La plateforme "overblog" permet, chaque matin, de consulter les statistiques de la veille : nombre de visites enregistrées, nombre de pages lues, articles les plus regardés. Si la consultation de ces statistiques ne nécessitent pas un suivi régulier, ce blog n'étant et de loin pas le plus visité de la plateforme, il est amusant de constater que depuis février 2024, l'article - pourtant assez ancien - concernant la place Erik Satie de la station balnéaire de Saint-Cyprien-Plage reçoit chaque mois un nombre non négligeable de visiteurs dont 94 rien que pour le mois de mai dernier (35 en septembre).

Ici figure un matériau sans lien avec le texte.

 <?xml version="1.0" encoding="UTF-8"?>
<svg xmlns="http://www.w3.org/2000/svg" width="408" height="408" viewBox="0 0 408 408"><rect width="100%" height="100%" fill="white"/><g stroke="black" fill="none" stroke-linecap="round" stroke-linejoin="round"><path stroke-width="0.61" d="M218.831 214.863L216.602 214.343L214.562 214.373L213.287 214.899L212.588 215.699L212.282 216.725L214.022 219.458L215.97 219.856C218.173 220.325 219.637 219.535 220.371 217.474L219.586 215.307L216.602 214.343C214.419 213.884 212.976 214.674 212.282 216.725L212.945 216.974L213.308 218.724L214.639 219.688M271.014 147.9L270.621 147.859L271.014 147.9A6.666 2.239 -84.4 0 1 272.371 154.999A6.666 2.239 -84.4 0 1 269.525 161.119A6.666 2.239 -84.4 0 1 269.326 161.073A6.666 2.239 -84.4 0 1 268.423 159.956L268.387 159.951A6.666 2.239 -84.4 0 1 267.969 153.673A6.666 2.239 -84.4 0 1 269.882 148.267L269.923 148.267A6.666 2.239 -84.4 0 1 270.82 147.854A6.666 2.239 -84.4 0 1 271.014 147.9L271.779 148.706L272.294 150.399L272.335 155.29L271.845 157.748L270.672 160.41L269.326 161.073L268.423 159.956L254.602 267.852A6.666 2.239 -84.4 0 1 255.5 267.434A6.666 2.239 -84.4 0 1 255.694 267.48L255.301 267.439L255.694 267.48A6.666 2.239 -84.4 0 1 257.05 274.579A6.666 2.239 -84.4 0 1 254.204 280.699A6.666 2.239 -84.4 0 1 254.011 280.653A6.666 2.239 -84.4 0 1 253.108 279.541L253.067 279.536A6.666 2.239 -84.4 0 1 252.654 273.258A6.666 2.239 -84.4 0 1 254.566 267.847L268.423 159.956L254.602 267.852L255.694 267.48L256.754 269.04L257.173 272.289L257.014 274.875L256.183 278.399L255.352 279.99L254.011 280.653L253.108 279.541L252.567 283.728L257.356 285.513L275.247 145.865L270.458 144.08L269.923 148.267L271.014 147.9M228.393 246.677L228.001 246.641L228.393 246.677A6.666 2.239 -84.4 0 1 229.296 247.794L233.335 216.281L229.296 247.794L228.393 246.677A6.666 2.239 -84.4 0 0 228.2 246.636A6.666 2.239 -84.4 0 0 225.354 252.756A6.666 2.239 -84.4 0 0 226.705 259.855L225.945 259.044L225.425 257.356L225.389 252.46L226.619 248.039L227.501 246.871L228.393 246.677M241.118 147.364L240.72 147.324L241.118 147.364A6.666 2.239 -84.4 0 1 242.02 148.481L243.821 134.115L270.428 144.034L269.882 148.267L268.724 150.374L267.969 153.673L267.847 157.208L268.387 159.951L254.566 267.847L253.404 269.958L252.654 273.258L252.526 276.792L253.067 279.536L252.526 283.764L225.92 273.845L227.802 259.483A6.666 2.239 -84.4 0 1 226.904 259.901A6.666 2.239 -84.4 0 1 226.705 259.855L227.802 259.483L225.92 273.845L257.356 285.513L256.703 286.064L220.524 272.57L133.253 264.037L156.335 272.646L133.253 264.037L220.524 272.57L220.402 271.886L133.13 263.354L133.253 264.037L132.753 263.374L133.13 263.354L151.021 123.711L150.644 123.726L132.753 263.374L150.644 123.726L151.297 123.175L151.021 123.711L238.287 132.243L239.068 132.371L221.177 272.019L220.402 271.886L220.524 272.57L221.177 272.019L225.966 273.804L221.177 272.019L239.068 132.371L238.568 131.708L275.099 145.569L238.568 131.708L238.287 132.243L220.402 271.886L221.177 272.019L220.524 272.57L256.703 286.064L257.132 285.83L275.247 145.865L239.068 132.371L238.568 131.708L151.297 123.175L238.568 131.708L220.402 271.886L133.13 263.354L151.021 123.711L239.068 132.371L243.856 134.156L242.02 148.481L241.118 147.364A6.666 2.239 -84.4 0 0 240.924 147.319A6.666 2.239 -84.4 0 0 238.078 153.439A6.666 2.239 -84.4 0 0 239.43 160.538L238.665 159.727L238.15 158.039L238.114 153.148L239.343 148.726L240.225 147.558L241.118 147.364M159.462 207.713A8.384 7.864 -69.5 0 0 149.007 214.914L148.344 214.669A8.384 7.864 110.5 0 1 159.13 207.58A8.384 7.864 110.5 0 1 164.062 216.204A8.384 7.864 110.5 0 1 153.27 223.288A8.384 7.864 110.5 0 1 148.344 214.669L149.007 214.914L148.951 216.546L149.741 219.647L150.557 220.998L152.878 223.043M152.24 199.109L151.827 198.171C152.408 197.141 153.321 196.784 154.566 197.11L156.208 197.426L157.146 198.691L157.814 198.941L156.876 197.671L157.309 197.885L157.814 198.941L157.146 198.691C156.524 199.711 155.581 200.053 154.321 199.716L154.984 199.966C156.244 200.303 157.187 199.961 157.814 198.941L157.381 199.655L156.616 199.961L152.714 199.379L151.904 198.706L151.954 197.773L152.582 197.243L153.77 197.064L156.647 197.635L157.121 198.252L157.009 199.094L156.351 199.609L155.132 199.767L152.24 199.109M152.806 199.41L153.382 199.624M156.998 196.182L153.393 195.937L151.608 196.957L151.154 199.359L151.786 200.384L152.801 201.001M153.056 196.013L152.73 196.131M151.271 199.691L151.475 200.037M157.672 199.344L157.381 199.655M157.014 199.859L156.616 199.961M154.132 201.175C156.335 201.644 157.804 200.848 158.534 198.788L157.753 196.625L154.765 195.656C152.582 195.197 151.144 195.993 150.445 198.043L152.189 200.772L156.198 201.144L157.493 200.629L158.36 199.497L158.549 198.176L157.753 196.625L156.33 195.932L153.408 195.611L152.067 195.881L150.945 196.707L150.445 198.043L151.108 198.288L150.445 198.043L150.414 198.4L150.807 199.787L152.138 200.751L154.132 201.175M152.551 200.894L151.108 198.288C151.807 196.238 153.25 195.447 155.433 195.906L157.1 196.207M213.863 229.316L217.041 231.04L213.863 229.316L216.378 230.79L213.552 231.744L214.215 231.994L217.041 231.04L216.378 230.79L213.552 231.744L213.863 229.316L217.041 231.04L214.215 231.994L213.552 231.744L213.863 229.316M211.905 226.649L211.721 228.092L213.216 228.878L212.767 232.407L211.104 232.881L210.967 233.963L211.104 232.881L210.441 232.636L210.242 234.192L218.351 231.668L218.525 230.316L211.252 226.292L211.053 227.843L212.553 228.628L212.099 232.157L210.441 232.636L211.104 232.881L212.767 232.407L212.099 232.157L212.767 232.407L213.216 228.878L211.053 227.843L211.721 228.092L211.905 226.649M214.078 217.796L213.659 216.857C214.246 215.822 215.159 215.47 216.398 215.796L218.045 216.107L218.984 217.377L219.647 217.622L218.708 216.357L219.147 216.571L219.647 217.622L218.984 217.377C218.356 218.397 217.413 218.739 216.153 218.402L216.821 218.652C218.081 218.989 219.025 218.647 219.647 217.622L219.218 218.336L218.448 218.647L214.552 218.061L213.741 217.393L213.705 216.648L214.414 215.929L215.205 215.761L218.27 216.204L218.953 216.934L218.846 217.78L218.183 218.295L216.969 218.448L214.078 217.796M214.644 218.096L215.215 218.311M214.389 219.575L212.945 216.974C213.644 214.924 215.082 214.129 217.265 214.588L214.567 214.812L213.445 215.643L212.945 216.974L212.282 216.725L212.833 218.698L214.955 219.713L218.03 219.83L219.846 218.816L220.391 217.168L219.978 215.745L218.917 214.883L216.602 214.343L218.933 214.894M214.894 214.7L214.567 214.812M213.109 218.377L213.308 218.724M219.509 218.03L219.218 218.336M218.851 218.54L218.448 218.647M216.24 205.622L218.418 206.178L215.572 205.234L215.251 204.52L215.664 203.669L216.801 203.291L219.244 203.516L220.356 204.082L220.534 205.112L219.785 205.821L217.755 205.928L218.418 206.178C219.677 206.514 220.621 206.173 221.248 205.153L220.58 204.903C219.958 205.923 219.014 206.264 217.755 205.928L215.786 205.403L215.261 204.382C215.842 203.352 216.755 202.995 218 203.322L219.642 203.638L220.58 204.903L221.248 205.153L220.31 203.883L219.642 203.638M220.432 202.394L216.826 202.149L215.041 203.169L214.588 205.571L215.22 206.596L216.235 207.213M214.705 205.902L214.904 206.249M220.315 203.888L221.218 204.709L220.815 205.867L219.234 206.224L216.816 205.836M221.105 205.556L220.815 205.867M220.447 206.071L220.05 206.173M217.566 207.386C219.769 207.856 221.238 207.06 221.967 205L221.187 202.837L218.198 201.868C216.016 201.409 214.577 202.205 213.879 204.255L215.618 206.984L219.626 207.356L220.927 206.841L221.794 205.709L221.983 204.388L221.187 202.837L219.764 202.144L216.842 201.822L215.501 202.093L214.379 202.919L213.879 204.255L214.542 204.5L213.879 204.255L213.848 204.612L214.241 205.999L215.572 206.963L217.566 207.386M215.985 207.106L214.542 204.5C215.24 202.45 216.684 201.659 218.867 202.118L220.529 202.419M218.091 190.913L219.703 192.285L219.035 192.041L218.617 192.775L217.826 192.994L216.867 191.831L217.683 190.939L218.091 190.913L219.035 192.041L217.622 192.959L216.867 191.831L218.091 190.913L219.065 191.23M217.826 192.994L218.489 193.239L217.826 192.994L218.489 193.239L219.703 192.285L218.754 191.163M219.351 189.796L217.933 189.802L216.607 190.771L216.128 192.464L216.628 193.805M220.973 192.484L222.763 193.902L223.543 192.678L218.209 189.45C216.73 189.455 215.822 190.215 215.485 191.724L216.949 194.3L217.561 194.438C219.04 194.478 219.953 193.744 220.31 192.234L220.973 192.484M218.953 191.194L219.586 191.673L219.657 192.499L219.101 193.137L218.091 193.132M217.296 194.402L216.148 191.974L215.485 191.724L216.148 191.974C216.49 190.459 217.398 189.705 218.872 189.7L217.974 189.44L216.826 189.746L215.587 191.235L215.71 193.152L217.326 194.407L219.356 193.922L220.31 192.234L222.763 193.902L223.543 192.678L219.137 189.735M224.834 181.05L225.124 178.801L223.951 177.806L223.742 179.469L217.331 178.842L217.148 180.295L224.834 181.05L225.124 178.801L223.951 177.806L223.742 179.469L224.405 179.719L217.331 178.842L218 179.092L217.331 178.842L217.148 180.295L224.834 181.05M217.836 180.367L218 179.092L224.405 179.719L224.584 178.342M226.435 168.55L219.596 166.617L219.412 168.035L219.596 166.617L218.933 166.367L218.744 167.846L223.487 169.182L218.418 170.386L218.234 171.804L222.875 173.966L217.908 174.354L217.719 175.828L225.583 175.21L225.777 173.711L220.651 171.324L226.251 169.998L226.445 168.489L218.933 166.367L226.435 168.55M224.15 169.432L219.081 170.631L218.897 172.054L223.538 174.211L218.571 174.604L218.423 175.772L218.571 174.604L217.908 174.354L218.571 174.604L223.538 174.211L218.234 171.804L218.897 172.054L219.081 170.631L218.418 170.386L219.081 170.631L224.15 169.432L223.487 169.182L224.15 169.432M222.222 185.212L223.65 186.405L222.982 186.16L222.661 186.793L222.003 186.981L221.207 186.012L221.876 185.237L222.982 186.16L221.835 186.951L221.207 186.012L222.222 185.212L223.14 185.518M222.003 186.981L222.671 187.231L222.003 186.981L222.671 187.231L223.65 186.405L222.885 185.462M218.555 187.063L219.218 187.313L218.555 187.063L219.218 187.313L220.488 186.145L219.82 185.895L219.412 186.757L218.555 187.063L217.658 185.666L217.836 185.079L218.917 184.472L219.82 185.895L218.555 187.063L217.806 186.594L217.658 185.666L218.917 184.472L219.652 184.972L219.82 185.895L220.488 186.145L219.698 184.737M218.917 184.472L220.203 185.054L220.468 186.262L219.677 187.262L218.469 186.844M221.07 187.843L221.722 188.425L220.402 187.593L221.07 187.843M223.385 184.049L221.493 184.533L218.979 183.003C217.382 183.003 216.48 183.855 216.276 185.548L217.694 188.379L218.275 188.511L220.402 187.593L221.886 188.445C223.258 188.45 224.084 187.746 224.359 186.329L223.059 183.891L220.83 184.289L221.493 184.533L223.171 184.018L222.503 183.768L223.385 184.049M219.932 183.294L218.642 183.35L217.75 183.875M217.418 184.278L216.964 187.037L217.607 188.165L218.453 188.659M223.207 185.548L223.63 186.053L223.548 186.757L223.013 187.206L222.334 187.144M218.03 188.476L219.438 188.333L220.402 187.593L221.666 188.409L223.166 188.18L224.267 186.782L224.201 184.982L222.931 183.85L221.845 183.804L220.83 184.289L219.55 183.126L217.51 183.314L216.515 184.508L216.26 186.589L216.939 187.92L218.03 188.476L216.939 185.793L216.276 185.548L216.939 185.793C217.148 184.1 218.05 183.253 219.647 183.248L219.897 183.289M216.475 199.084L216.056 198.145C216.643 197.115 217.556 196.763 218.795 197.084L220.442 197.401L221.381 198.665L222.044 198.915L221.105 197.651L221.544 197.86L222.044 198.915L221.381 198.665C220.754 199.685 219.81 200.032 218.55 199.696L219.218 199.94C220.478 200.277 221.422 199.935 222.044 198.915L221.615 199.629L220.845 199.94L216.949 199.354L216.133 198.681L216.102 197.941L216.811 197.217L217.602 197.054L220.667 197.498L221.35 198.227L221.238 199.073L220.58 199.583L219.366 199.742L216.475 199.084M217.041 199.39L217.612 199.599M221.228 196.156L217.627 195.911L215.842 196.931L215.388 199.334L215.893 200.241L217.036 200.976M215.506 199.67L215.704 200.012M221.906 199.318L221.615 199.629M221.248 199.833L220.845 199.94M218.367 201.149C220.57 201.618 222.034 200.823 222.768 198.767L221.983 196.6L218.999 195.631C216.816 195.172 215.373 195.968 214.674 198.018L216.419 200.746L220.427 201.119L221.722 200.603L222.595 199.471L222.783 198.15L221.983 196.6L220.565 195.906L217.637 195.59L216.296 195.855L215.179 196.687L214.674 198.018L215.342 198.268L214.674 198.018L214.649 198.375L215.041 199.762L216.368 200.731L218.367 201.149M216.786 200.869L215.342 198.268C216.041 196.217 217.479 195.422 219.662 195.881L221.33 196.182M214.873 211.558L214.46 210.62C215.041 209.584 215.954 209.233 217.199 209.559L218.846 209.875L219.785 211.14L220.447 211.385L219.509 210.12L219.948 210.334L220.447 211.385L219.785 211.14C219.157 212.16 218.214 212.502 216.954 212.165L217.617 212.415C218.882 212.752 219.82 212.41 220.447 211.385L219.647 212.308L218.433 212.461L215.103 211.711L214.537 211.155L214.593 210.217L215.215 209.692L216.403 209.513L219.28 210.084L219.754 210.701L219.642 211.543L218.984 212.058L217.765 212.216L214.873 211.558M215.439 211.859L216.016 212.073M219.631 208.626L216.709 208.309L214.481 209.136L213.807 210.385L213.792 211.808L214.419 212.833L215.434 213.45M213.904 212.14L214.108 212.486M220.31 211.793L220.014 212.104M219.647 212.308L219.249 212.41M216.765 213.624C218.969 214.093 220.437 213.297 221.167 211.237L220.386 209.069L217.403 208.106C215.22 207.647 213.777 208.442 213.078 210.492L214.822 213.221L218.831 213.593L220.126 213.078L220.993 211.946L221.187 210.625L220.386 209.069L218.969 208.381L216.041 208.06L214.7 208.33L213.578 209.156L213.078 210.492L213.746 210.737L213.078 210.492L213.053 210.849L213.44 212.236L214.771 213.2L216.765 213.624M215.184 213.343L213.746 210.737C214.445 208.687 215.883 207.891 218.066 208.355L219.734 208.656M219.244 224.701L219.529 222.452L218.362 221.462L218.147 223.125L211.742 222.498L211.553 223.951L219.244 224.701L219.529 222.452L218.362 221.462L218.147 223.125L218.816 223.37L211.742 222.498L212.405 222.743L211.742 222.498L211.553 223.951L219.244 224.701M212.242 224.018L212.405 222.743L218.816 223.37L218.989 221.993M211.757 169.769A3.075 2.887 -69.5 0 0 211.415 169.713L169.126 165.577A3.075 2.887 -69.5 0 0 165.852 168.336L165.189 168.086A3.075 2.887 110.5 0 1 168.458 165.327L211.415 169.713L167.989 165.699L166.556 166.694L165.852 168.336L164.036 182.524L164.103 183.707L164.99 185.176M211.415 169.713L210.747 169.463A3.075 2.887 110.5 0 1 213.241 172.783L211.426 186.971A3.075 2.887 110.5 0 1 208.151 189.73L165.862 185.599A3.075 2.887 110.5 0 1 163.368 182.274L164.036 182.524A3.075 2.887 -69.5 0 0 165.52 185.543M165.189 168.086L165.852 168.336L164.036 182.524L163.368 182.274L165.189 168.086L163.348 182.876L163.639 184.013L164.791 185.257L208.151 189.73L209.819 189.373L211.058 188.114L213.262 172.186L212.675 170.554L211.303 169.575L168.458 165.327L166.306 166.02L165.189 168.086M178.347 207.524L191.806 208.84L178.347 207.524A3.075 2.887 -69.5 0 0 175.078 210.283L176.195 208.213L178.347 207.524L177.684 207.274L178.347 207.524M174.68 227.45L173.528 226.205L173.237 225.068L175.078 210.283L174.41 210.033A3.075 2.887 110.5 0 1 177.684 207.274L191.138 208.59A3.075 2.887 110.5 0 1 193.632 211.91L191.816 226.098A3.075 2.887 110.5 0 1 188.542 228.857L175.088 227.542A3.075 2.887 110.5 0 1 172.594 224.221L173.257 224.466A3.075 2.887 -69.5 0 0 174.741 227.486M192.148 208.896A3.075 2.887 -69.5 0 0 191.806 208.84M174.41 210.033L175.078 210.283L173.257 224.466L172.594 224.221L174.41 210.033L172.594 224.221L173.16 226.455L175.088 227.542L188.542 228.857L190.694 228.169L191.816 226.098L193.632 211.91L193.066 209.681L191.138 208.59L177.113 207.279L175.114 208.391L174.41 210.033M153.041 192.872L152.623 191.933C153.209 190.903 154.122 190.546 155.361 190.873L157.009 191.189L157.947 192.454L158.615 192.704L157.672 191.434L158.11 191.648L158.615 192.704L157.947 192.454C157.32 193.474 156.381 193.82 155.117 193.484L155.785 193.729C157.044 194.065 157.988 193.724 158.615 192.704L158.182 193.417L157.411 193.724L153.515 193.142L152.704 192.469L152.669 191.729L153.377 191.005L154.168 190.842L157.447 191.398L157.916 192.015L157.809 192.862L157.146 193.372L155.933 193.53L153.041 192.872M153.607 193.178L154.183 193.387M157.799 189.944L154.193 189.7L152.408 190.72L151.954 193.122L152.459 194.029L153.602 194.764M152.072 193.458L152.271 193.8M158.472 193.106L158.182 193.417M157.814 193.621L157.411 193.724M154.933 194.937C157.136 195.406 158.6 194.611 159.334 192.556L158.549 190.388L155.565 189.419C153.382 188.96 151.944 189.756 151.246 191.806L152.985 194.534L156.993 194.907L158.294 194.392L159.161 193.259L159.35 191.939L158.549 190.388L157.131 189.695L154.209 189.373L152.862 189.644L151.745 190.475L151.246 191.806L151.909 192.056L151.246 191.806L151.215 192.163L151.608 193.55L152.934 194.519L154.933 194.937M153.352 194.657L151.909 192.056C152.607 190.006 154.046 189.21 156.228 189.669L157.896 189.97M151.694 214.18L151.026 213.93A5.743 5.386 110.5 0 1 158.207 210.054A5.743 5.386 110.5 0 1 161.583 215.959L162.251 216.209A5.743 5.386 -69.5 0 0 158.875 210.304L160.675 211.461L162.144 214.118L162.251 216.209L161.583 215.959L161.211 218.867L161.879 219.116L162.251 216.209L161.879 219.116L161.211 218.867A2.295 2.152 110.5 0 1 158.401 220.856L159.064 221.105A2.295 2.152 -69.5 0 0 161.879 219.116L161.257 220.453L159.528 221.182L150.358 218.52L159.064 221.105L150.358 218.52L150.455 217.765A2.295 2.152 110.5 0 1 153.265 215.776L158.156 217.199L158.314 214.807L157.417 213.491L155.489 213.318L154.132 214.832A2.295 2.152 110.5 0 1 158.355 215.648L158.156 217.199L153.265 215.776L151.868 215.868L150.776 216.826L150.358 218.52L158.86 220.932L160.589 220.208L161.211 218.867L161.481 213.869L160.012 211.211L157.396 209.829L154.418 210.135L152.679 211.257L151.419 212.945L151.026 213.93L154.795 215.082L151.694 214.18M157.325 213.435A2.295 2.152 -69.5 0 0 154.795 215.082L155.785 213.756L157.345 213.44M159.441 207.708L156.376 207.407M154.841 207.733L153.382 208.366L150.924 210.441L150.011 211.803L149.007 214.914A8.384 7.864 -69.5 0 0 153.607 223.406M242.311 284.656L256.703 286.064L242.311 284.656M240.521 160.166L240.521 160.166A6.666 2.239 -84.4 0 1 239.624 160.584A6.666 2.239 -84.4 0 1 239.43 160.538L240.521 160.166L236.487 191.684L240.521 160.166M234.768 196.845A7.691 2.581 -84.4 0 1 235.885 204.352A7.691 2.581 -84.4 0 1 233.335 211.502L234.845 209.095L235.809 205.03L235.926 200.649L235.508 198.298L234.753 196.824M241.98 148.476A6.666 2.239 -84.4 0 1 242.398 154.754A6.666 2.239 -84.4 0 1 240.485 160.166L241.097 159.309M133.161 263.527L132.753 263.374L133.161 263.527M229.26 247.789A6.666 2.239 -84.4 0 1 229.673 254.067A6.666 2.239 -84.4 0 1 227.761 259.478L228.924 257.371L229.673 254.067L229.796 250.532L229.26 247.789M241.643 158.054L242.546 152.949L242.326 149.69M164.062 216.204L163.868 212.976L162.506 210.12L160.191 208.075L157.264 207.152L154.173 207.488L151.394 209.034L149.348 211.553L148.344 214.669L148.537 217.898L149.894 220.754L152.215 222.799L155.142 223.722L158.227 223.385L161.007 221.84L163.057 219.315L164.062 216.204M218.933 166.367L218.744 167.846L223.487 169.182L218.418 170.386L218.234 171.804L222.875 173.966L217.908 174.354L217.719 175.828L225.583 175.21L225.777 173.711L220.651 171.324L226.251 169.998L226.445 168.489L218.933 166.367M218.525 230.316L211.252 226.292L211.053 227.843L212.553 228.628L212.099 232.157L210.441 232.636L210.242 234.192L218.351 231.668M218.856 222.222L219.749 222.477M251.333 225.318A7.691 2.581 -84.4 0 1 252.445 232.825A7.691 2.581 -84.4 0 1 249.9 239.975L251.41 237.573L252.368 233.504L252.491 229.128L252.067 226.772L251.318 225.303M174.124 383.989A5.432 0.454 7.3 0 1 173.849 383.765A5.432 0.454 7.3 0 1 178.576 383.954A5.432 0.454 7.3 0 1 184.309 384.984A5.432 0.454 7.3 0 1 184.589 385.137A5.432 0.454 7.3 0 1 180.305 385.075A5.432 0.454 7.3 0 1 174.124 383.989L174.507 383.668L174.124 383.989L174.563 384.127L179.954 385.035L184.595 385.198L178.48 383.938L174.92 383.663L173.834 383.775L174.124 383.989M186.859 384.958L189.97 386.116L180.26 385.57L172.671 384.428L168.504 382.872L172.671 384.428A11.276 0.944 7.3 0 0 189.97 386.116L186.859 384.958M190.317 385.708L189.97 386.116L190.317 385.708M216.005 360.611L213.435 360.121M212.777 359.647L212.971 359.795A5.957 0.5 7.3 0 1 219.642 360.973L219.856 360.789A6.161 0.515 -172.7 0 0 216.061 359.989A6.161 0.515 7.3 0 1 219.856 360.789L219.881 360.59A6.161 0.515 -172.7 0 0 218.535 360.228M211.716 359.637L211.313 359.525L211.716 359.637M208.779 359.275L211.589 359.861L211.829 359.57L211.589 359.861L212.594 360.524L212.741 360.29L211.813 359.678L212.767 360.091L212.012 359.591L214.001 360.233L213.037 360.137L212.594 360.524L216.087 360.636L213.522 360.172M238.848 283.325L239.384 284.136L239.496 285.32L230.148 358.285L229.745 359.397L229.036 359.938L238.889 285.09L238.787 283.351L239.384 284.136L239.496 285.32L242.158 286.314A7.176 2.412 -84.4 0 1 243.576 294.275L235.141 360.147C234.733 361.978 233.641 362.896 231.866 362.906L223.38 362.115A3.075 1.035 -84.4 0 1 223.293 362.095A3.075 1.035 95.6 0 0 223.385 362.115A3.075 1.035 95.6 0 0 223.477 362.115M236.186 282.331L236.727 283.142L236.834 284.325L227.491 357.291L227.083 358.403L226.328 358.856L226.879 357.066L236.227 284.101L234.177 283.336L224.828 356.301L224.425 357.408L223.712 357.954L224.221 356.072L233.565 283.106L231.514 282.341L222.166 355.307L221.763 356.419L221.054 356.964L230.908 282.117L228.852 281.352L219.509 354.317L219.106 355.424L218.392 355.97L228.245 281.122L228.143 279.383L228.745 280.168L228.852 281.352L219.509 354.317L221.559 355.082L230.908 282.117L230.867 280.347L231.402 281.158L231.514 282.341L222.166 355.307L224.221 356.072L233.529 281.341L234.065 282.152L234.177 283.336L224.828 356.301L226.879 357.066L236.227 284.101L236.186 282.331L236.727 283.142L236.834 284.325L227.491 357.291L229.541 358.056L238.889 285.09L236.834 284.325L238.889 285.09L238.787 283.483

Quant à l'article - encore plus ancien que le précédent - sur la chanson Mon truc en plumes (paroles de Bernard Dimey, musique de Jean Constantin), il a été consulté 48 fois depuis le mois de juillet dernier. 

Concernant l'article sur la place Satie, est-ce parce que le maire de Saint-Cyprien a, dans son discours prononcé lors des voeux de bonne année 2024, annoncé que ledit endroit, coincé entre la place de Marbre et le boulevard Desnoyer (peintre décédé à Saint-Cyprien en 1972), allait être prochainement entièrement rénové ? Ou s'agit-il de vérifier deux ou trois détails concernant la biographie du compositeur natif de Honfleur et décédé le 1er juillet 1925 ? Mystère ! 

Quant à l'article - même ancien - sur la chanson Mon truc en plumes, nul doute qu'il est régulièrement consulté du fait que la chanson a été reprise lors de la cérémonie d'ouverture des Jeux Olympiques de Paris le 26 juillet dernier et que de nombreuses personnes souhaitent savoir que l'a écrite, quand, comment, pourquoi.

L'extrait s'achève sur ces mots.